Task goal —
Whenever a line in the data holds the string "more", copy that line.

━━━━━ Material provided ━━━━━

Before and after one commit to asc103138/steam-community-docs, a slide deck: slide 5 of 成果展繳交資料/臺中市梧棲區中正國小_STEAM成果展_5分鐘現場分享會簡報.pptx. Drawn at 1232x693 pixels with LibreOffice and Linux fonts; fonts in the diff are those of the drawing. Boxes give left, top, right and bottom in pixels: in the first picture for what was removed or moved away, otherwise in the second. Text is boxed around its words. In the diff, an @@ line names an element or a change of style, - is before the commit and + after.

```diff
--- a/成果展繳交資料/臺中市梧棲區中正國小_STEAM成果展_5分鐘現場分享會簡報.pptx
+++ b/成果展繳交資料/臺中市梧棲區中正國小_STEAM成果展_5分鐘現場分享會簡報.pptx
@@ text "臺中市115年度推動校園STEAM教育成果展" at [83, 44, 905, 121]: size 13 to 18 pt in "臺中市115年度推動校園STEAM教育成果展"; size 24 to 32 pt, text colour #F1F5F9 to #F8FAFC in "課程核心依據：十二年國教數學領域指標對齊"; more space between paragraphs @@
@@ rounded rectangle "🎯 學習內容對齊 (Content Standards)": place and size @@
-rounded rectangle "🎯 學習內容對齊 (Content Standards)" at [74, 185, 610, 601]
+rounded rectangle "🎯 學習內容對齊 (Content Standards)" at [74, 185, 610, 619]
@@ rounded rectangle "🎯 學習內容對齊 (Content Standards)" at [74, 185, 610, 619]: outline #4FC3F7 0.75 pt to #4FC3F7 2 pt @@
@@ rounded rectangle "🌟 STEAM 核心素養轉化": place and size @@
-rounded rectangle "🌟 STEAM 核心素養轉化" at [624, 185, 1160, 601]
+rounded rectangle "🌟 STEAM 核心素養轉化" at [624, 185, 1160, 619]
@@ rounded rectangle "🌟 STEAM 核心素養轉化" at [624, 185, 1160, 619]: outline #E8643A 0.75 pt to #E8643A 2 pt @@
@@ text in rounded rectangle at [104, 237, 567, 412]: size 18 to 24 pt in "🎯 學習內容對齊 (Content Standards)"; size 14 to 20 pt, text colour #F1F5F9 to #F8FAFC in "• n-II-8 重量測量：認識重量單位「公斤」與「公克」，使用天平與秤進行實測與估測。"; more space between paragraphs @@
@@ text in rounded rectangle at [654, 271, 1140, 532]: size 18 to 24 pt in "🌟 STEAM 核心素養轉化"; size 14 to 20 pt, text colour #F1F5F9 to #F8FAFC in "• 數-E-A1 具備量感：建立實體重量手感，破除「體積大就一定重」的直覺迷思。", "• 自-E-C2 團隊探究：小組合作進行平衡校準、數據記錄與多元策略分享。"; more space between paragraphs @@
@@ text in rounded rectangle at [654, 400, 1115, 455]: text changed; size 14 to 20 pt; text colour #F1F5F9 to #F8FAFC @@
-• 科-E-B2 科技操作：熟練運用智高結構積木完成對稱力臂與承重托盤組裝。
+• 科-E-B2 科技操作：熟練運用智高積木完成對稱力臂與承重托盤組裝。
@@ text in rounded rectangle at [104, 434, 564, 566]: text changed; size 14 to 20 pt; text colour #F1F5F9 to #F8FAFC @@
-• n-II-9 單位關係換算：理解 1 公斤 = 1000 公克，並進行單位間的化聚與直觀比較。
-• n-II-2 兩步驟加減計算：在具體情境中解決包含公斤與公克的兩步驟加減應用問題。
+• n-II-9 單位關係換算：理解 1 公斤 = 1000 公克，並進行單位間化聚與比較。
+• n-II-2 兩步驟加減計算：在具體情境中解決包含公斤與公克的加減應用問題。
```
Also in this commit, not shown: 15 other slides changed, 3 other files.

━━━━━
━━━━━ Material provided ━━━━━

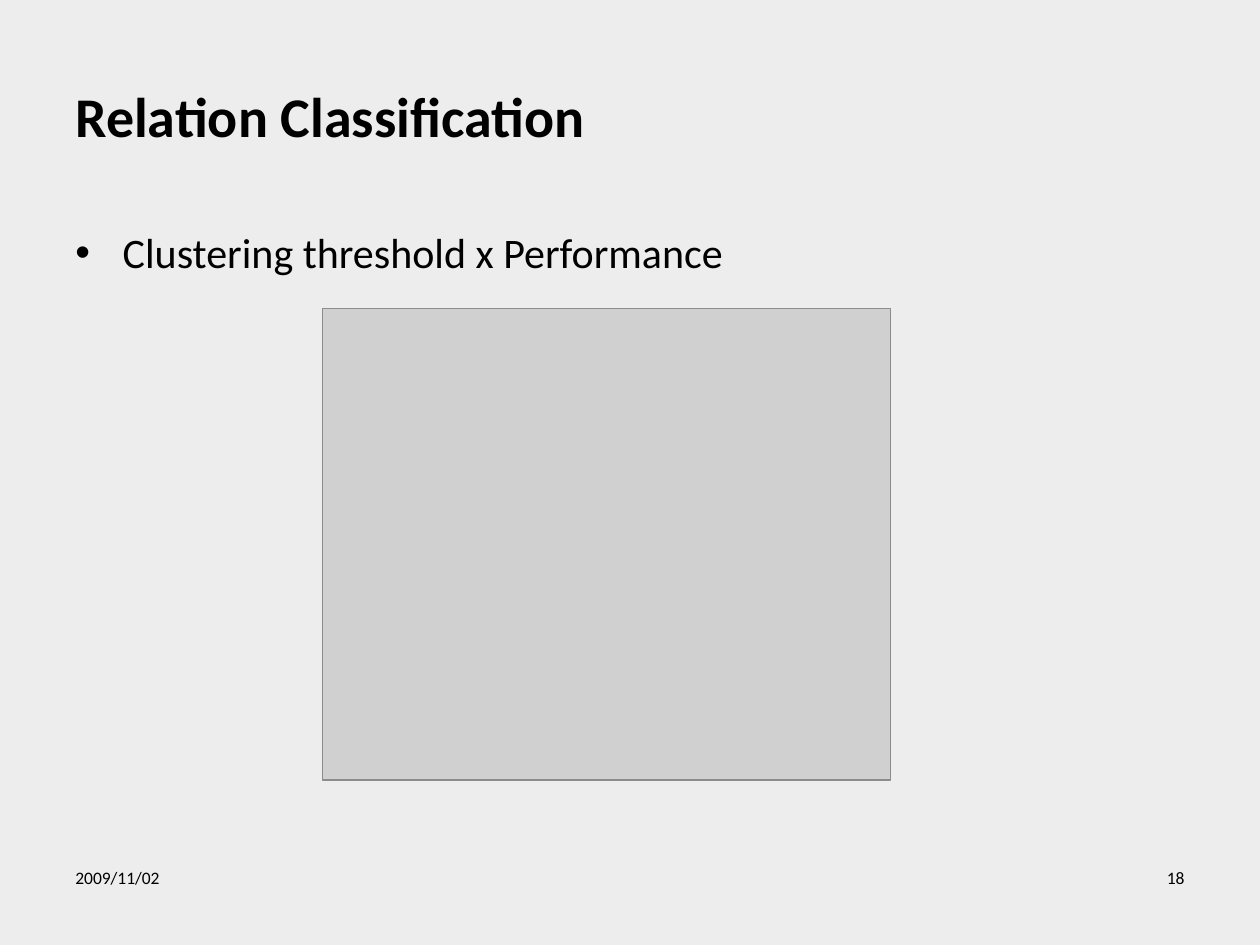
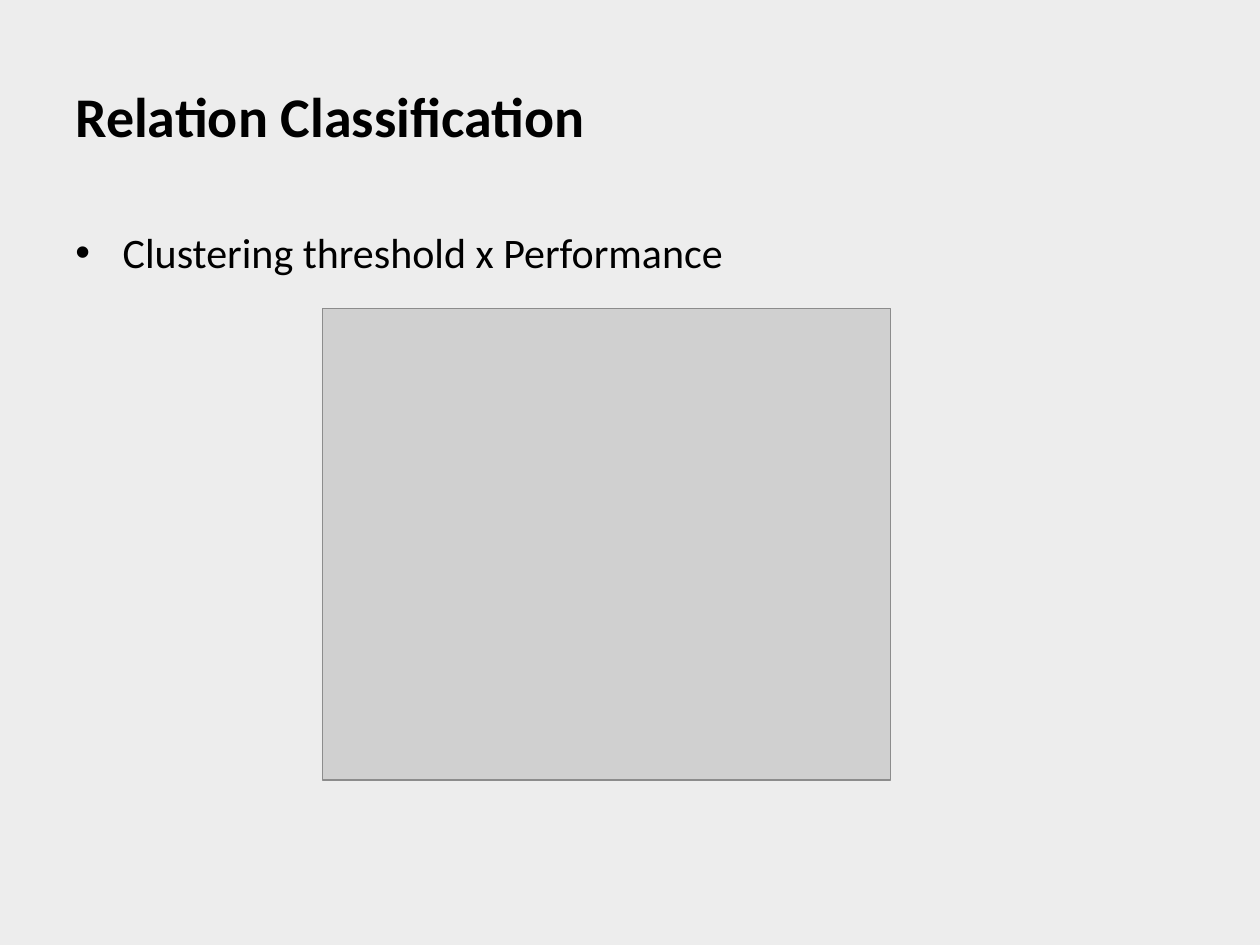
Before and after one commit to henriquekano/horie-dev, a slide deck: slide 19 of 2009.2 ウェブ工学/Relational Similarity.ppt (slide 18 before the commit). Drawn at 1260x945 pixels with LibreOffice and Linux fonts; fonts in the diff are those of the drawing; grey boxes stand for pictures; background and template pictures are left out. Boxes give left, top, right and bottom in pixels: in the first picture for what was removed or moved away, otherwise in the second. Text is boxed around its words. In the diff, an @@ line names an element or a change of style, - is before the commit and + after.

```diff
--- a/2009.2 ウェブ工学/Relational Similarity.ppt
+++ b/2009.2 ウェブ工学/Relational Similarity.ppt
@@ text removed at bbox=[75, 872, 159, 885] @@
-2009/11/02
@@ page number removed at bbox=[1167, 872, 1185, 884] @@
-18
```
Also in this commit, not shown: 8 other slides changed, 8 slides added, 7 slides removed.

━━━━━
━━━━━ Material provided ━━━━━

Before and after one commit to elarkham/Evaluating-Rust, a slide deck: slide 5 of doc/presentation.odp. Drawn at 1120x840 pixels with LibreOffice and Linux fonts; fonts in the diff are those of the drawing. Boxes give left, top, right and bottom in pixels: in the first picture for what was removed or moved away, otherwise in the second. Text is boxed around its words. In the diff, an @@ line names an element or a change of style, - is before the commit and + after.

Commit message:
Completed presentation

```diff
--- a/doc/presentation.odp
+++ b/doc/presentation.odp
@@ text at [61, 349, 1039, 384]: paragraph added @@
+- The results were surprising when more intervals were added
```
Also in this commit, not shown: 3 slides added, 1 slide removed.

━━━━━

Response area —
@@ text "臺中市115年度推動校園STEAM教育成果展" at [83, 44, 905, 121]: size 13 to 18 pt in "臺中市115年度推動校園STEAM教育成果展"; size 24 to 32 pt, text colour #F1F5F9 to #F8FAFC in "課程核心依據：十二年國教數學領域指標對齊"; more space between paragraphs @@
@@ text in rounded rectangle at [104, 237, 567, 412]: size 18 to 24 pt in "🎯 學習內容對齊 (Content Standards)"; size 14 to 20 pt, text colour #F1F5F9 to #F8FAFC in "• n-II-8 重量測量：認識重量單位「公斤」與「公克」，使用天平與秤進行實測與估測。"; more space between paragraphs @@
@@ text in rounded rectangle at [654, 271, 1140, 532]: size 18 to 24 pt in "🌟 STEAM 核心素養轉化"; size 14 to 20 pt, text colour #F1F5F9 to #F8FAFC in "• 數-E-A1 具備量感：建立實體重量手感，破除「體積大就一定重」的直覺迷思。", "• 自-E-C2 團隊探究：小組合作進行平衡校準、數據記錄與多元策略分享。"; more space between paragraphs @@
+- The results were surprising when more intervals were added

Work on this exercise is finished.